* [Work instructions] Every line below that contains the word "tscn" must be copied.
*** Excerpted records Section Begins ***
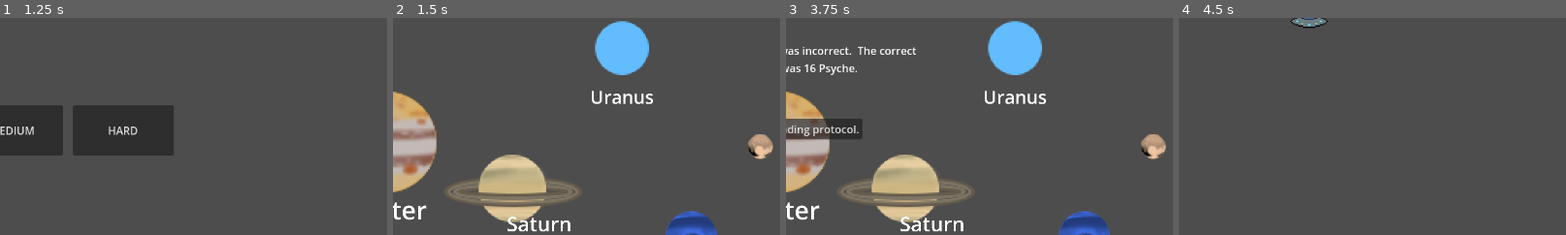
Above: before the commit, frames 1-4 (left to right).
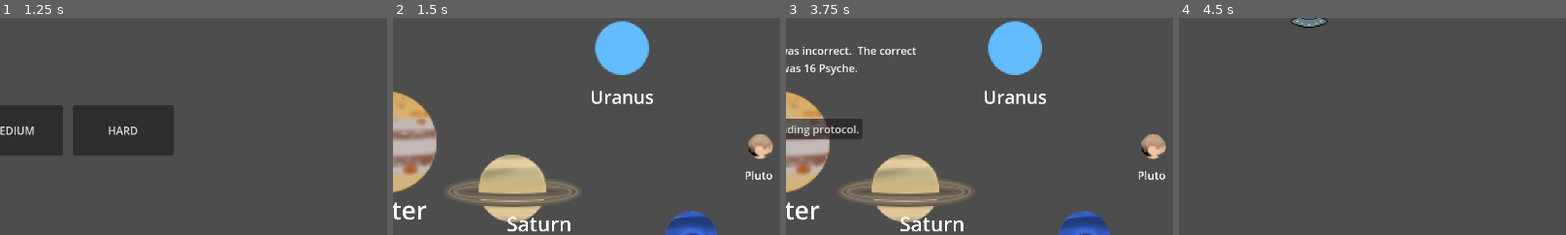
Above: after the commit, the same moments.

Repository: MissionToPsyche-Iridium/iridium_21k_web_game-byu-i
Game: Godot game, scene res://main.tscn
The game is run twice, just before and just after one commit, with the same random seed, the same clock (stepped at 60 frames per second) and the same inputs.
Inputs (mouse positions are % of the whole screen's width and height, from its top left):
- Up to frame 1 (1.25 s): click "START" at 0.5 s
- Up to frame 2 (1.5 s): click "EASY" at 1.25 s
- Up to frame 3 (3.75 s): click (6, 4) at 2 s; click (2, 4) at 2.75 s; tap Enter at 3.5 s; move the mouse to (9, 36) at 3.52 s; hold Right (ui_right) from 3.53 s (still down); hold A (A) from 3.53 s (still down); click (9, 36) at 3.67 s
- Up to frame 4 (4.5 s): tap D (D) at 3.8 s; release Right (ui_right) at 4.25 s; release A (A) at 4.25 s; click "Begin landing protocol." at 4.25 s
The pictures show only the part of the screen within x 48-98%, y 23-73%; the shares and areas given below are measured in that part.

Frame 1 is identical in both runs. In frame 2, 0.1% of the frame differs, in the area x 91-98%, y 70-75%; in frame 3, 0.1%; in frame 4, nothing differs.

Commit message:
fixed hard and medium landers
added pluto label
meteors no longer kill landed shuttles

Diff:
--- a/SpaceShuttle/hard_player.gd
+++ b/SpaceShuttle/hard_player.gd
@@ -10,6 +10,7 @@
 var accelerationLeft = .05
 var accelerationRight = .05
 var win = false
+var canBeHit = true
 
 # Called when the node enters the scene tree for the first time.
 func _ready():
@@ -19,53 +20,53 @@
 
 # Called every frame. 'delta' is the elapsed time since the previous frame.
 func _process(delta: float) -> void:
-	ShipVelocity.y += gravity
-	print(rotation_degrees)
-	if Input.is_action_pressed("A") or Input.is_action_pressed("ui_left"):
-		#turn lander left if its not more than 90% to the left
-		if rotation_degrees >= -90:
-			rotation_degrees -= 1
-		#correct for decimal issues
-		if rotation_degrees <= -90:
-			rotation_degrees = -90
-	elif Input.is_action_pressed("D") or Input.is_action_pressed("ui_right"):
-		#turn lander right if its not more than 90% to the right
-		if rotation_degrees <= 90:
-			rotation_degrees += 1
-		#correct for decimal issues
-		if rotation_degrees >= 90:
-			rotation_degrees = 90
-	if Input.is_action_pressed("W") or Input.is_action_pressed("ui_up"):
-			#if rocket is straight up
-			if rotation_degrees == 0:
-				ShipVelocity.y -= thrusterPower
-			#if rocket is right leaning
-			if rotation_degrees > 0:
-				#acelerate it upward proportinal to how upward its facing
-				ShipVelocity.y -= thrusterPower * (.9 - (rotation_degrees*.01))
-				#acelerate it to the right proportinal to how right its facing
-				ShipVelocity.x += thrusterPower * (rotation_degrees*.01)
-			if rotation_degrees < 0:
-				ShipVelocity.y -= thrusterPower * (.9 - (rotation_degrees*.01))
-				ShipVelocity.x += thrusterPower * (rotation_degrees*.01)
-	if ShipVelocity.y > MaxSpeedYPositive:
-		ShipVelocity.y = MaxSpeedYPositive
-	if ShipVelocity.y < MaxSpeedYNegative:
-		ShipVelocity.y = MaxSpeedYNegative
-	if ShipVelocity.x> MaxSpeedXPositive:
-		ShipVelocity.x= MaxSpeedXPositive
-	if ShipVelocity.x< MaxSpeedXNegative:
-		ShipVelocity.x= MaxSpeedXNegative
-	if ShipVelocity.x < 0 and position.x < 27:
-		ShipVelocity.x = 0
-	if ShipVelocity.x > 0 and position.x > 1124:
-		ShipVelocity.x = 0
-	if ShipVelocity.y < 0 and position.y <= 20:
-		ShipVelocity.y = 0
-	position.x += ShipVelocity.x
-	position.y += ShipVelocity.y
-
-	if position.y >= 650:
+	if win == false:
+		ShipVelocity.y += gravity
+		print(rotation_degrees)
+		if Input.is_action_pressed("A") or Input.is_action_pressed("ui_left"):
+			#turn lander left if its not more than 90% to the left
+			if rotation_degrees >= -90:
+				rotation_degrees -= 1
+			#correct for decimal issues
+			if rotation_degrees <= -90:
+				rotation_degrees = -90
+		elif Input.is_action_pressed("D") or Input.is_action_pressed("ui_right"):
+			#turn lander right if its not more than 90% to the right
+			if rotation_degrees <= 90:
+				rotation_degrees += 1
+			#correct for decimal issues
+			if rotation_degrees >= 90:
+				rotation_degrees = 90
+		if Input.is_action_pressed("W") or Input.is_action_pressed("ui_up"):
+				#if rocket is straight up
+				if rotation_degrees == 0:
+					ShipVelocity.y -= thrusterPower
+				#if rocket is right leaning
+				if rotation_degrees > 0:
+					#acelerate it upward proportinal to how upward its facing
+					ShipVelocity.y -= thrusterPower * (.9 - (rotation_degrees*.01))
+					#acelerate it to the right proportinal to how right its facing
+					ShipVelocity.x += thrusterPower * (rotation_degrees*.01)
+				if rotation_degrees < 0:
+					ShipVelocity.y -= thrusterPower * (.9 - (rotation_degrees*.01))
+					ShipVelocity.x += thrusterPower * (rotation_degrees*.01)
+		if ShipVelocity.y > MaxSpeedYPositive:
+			ShipVelocity.y = MaxSpeedYPositive
+		if ShipVelocity.y < MaxSpeedYNegative:
+			ShipVelocity.y = MaxSpeedYNegative
+		if ShipVelocity.x> MaxSpeedXPositive:
+			ShipVelocity.x= MaxSpeedXPositive
+		if ShipVelocity.x< MaxSpeedXNegative:
+			ShipVelocity.x= MaxSpeedXNegative
+		if ShipVelocity.x < 0 and position.x < 27:
+			ShipVelocity.x = 0
+		if ShipVelocity.x > 0 and position.x > 1124:
+			ShipVelocity.x = 0
+		if ShipVelocity.y < 0 and position.y <= 20:
+			ShipVelocity.y = 0
+		position.x += ShipVelocity.x
+		position.y += ShipVelocity.y
+	elif position.y >= 650:
 			destroy_rocket("crashLanded")
 	elif win == true:
 		ShipVelocity = 0
@@ -89,12 +90,16 @@
 
 func _on_area_2d_area_entered(area: Area2D):
 	if area.get_name() == "lander_box":
+		canBeHit = false
 		landed_rocket()
 		print("landed")
 	elif area.get_name() == "planet_area":
 		pass
 	elif area.get_name() == "Meteorite_Area":
-		destroy_rocket("hitMeteor")
+		if canBeHit == true:
+			destroy_rocket("hitMeteor")
+		else:
+			pass
 	else:
 		destroy_rocket("crashLanded")
 	pass # Replace with function body.
--- a/SpaceShuttle/hard_player.tscn
+++ b/SpaceShuttle/hard_player.tscn
@@ -25,3 +25,5 @@
 position = Vector2(-0.5, -1.43051e-06)
 scale = Vector2(0.175, 0.175)
 shape = SubResource("RectangleShape2D_mtdiq")
+
+[connection signal="area_entered" from="Area2D" to="." method="_on_area_2d_area_entered"]
--- a/SpaceShuttle/planets.tscn
+++ b/SpaceShuttle/planets.tscn
@@ -277,3 +277,18 @@
 
 [node name="CollisionShape2D" type="CollisionShape2D" parent="pluto/planet_area"]
 shape = SubResource("CircleShape2D_2edol")
+
+[node name="Name" type="Label" parent="pluto"]
+anchors_preset = 7
+anchor_left = 0.5
+anchor_top = 1.0
+anchor_right = 0.5
+anchor_bottom = 1.0
+offset_left = -538.182
+offset_top = -358.182
+offset_right = -102.182
+offset_bottom = -153.182
+grow_horizontal = 2
+grow_vertical = 0
+theme_override_font_sizes/font_size = 150
+text = "Pluto"
--- a/SpaceShuttle/player.gd
+++ b/SpaceShuttle/player.gd
@@ -9,6 +9,7 @@
 var accelerationLeft = .05
 var accelerationRight = .05
 var win = false
+var canBeHit = true
 
 # Called when the node enters the scene tree for the first time.
 func _ready():
@@ -67,14 +68,18 @@
 	##ShipVelocity.y = 0
 	#pass
 
-func _on_area_2d_area_entered(area: Area2D):
+func _on_easy_area_2d_area_entered(area: Area2D):
 	if area.get_name() == "lander_box":
+		canBeHit = false
 		landed_rocket()
 		print("landed")
 	elif area.get_name() == "planet_area":
 		pass
 	elif area.get_name() == "Meteorite_Area":
-		destroy_rocket("hitMeteor")
+		if canBeHit == true:
+			destroy_rocket("hitMeteor")
+		else:
+			pass
 	else:
 		destroy_rocket("crashLanded")
 	pass # Replace with function body.
--- a/SpaceShuttle/player.tscn
+++ b/SpaceShuttle/player.tscn
@@ -30,4 +30,4 @@
 position = Vector2(0, 6)
 shape = SubResource("RectangleShape2D_xe255")
 
-[connection signal="area_entered" from="Area2D" to="." method="_on_area_2d_area_entered"]
+[connection signal="area_entered" from="Area2D" to="." method="_on_easy_area_2d_area_entered"]
Not shown: 1 places in SpaceShuttle/start.tscn that only renumber resources
*** Excerpted records Section Ends ***
* [Response to this task]
Game: Godot game, scene res://main.tscn
--- a/SpaceShuttle/hard_player.tscn
+++ b/SpaceShuttle/hard_player.tscn
--- a/SpaceShuttle/planets.tscn
+++ b/SpaceShuttle/planets.tscn
--- a/SpaceShuttle/player.tscn
+++ b/SpaceShuttle/player.tscn
Not shown: 1 places in SpaceShuttle/start.tscn that only renumber resources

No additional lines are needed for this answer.